● Work instruction: Every line containing the word "added" must be pulled from the records.

● Dataset:
***
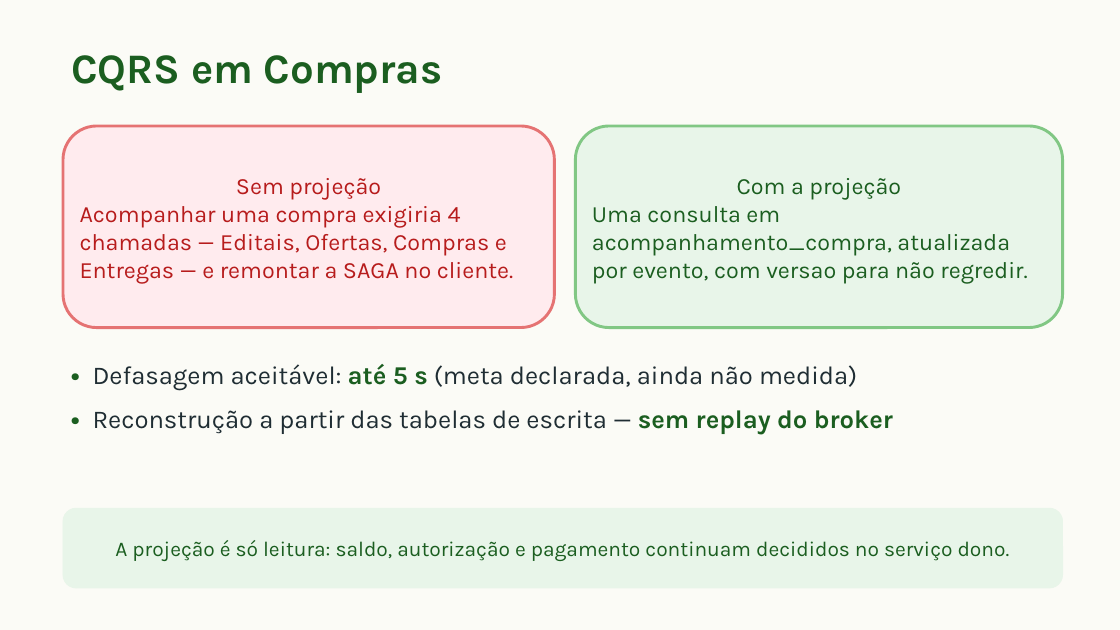
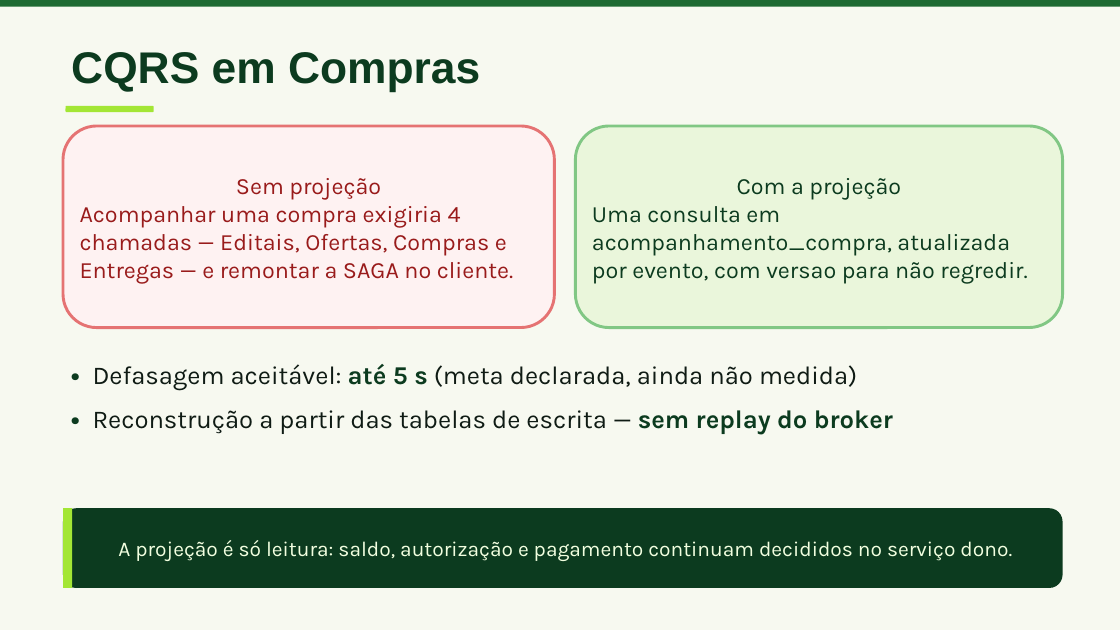
Before and after one commit to camidebem/CampoConecta, a slide deck: slide 9 of docs/parte2/slides.pptx. Drawn at 1120x630 pixels with LibreOffice and Linux fonts; fonts in the diff are those of the drawing. Boxes give left, top, right and bottom in pixels: in the first picture for what was removed or moved away, otherwise in the second. Text is boxed around its words. In the diff, an @@ line names an element or a change of style, - is before the commit and + after.

```diff
--- a/docs/parte2/slides.pptx
+++ b/docs/parte2/slides.pptx
@@ background #FBFBF6 to #F7F9F0 @@
@@ rectangle added at [0,0,1120,7], fill #1E6B33 @@
@@ text "CQRS em Compras" at [71,52,480,92]: size 36 to 38 pt, font Karla to Arial, text colour #1B5E20 to #0C3B1F @@
@@ rounded rectangle added at [66,106,154,112], fill #A3E635 @@
@@ rounded rectangle "Sem projeção" at [63,126,555,328]: text colour #B71C1C to #991B1B; fill #FFEBEE to #FEF2F2 @@
@@ rounded rectangle "Com a projeção" at [576,126,1063,328]: text colour #1B5E20 to #0C3B1F; fill #E8F5E9 to #EAF6DB @@
@@ text "• Defasagem aceitável: até 5 ..." at [93,364,893,434]: text colour #1B5E20 to #0C3B1F in "• até 5 s", "• sem replay do broker"; text colour #1F2D33 to #0F1B14 in "Defasagem aceitável: (meta declarada, ainda não medida)", "Reconstrução a partir das tabelas de escrita ..." @@
@@ rounded rectangle "A projeção é só leitura: ..." at [63,508,1063,588]: text colour #1B5E20 to #F2FFE0; fill #E8F5E9 to #0C3B1F; outline #E8F5E9 0.75 pt to none @@
@@ rectangle added at [63,508,72,588], fill #A3E635 @@
```
Also in this commit, not shown: 9 other slides changed, 2 other files.
***
● Solution to the exercise:
@@ rectangle added at [0,0,1120,7], fill #1E6B33 @@
@@ rounded rectangle added at [66,106,154,112], fill #A3E635 @@
@@ rectangle added at [63,508,72,588], fill #A3E635 @@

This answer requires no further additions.